Wednesday, March 25, 2015

Cranberry Pound Cake


This recipe is a left over from my cranberry craze this winter. I discovered how amazing cranberries are fresh in baked goods, and let me tell you, they are amazing. A little tart, but with the right amount of sugar they are just a bit sweet. It's just an amazing combination. This recipe was based loosely on a recipe I found on Pinterest for Mixed Berry Poundcake with Cinnamon Streusel. I added a glaze to it, and I got a lot of good feedback from this one from my coworkers. The texture is amazing, the sweet glaze with the tart cranberries... you've got to give this a try!

2½ cups all-purpose flour
2½ tsps baking powder
½ tsp salt
2 cups brown sugar
1 cup (2 sticks) unsalted butter or margarine, cubed
3 eggs, room temperature
1 tsp almond extract
½ cup sour cream
¼ cup whole milk (or buttermilk)
4 cups cranberries
12 ounces white chocolate chips
For the Cinnamon Streusel:
1 cup all-purpose flour
½ cup brown sugar
1 tsp ground cinnamon
½ tsp salt
½ cup (1 stick) cold unsalted butter or margarine, cubed


Preheat oven to 350 degrees Fahrenheit. Wash, drain, and dry cranberries. In a medium bowl, whisk together flour, baking powder, and salt, and set aside. Use about 2 Tbsps of the flour mixture to toss cranberries - this helps them from settling in the cake.

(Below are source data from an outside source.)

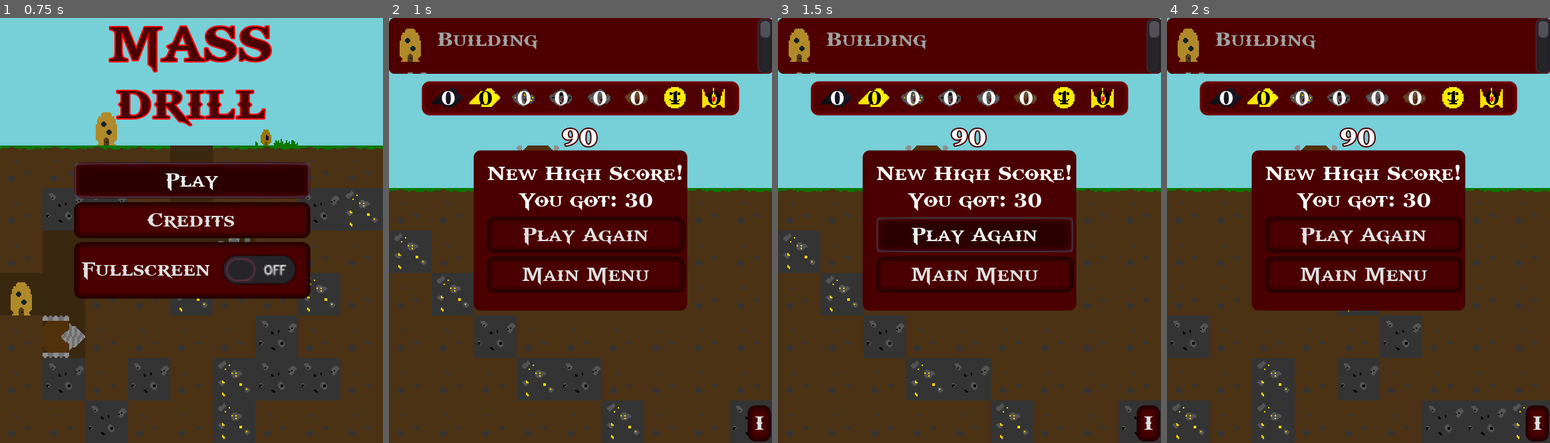
Above: before the commit, frames 1-4 (left to right).
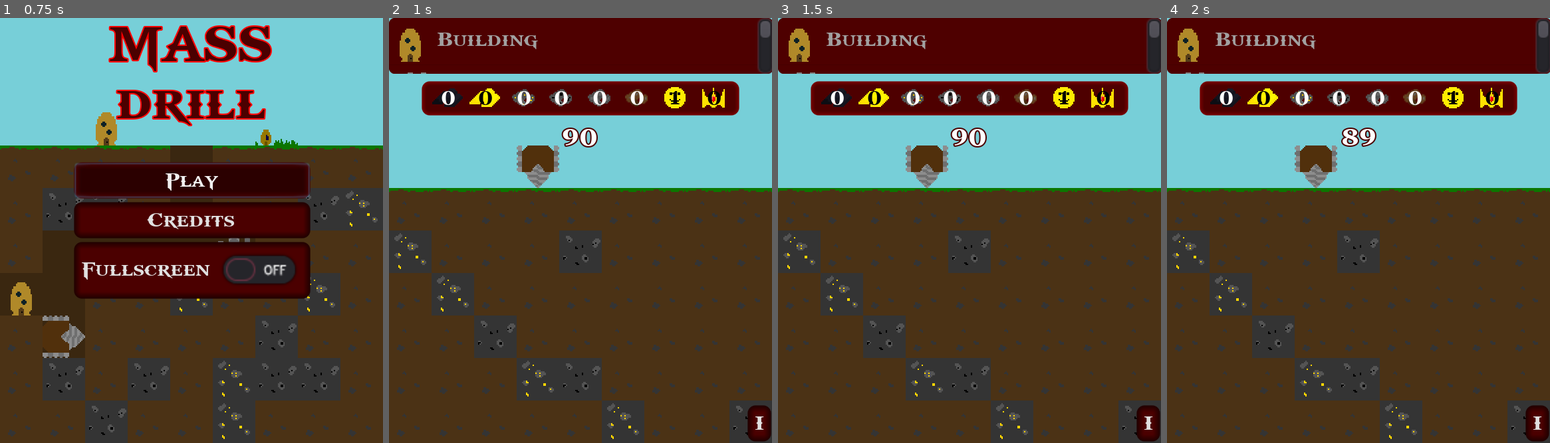
Above: after the commit, the same moments.

Repository: the-alex-g/LD48
Game: Godot game, scene res://Main/MainMenu.tscn
Same seed, same stepped clock (60 frames per second), same inputs: the game is played once before the commit and once after it.
Inputs (mouse positions are in pixels of both pictures, inside the frame that each line leads up to):
- Up to frame 1 (0.75 s): click "Play" at 0.5 s
- Up to frame 2 (1 s): no input
- Up to frame 3 (1.5 s): click (973, 234) at 1.25 s, where only the run before the commit has a clickable "Play Again"
- Up to frame 4 (2 s): no input

Frame 1 is identical in both runs. In frame 2, 21% of the frame differs, in the area x 22-78%, y 31-69%; in frame 3, 21%; in frame 4, 34%, in the area x 0-94%, y 25-100%.

Commit message:
Add hiding things on ready in main

Diff:
--- a/project/Main/Main.gd
+++ b/project/Main/Main.gd
@@ -29,6 +29,8 @@
 	var drill_position := (randi()%9)*32
 	_drill.margin_left = drill_position
 	_drill.margin_right = drill_position+32
+	_game_over.visible = false
+	_info.visible = false
 
 
 func _input(event:InputEvent)->void:
--- a/project/Main/Main.tscn
+++ b/project/Main/Main.tscn
@@ -142,6 +142,7 @@
 autostart = true
 
 [node name="GameOver" parent="." instance=ExtResource( 16 )]
+visible = false
 margin_left = 144.0
 margin_top = 160.0
 margin_right = 144.0

Make the streusel by whisking together the flour, sugar, cinnamon, and salt. You can use your hands or a pastry cutter to cut the butter into the sugar until the mixture forms pea-sized crumbs. Cover and refrigerate until ready to use. 

 
In a large mixing bowl, beat together sugar and butter until light and fluffy, about 3 minutes, scraping down the bowl as needed.

 
Add in eggs, one at a time, followed by extract, sour cream, and milk, scraping down the bowl as needed.


Gradually add in the flour mixture until just moistened. Fold 3/4 of the cranberries and white chocolate into the batter.


Place half of the batter into a well buttered/greased 10-inch bundt or spring-form pan.


Sprinkle with streusel and remaining berries.


Spread the rest of the batter on top of the berries. The batter will be thick.

 
Bake for 1 hour or so, until a toothpick comes out clean and the top is set and golden. Allow the cake to cool completely, and then remove from pan. Mix together about a cup of powdered sugar, several tsps of lemon juice and almond extract until mixture is the thickness you prefer. I tend toward a thicker glaze.

 
Slice and serve! This will keep well in an airtight container at room temperature (or in the fridge) for up to 5 days.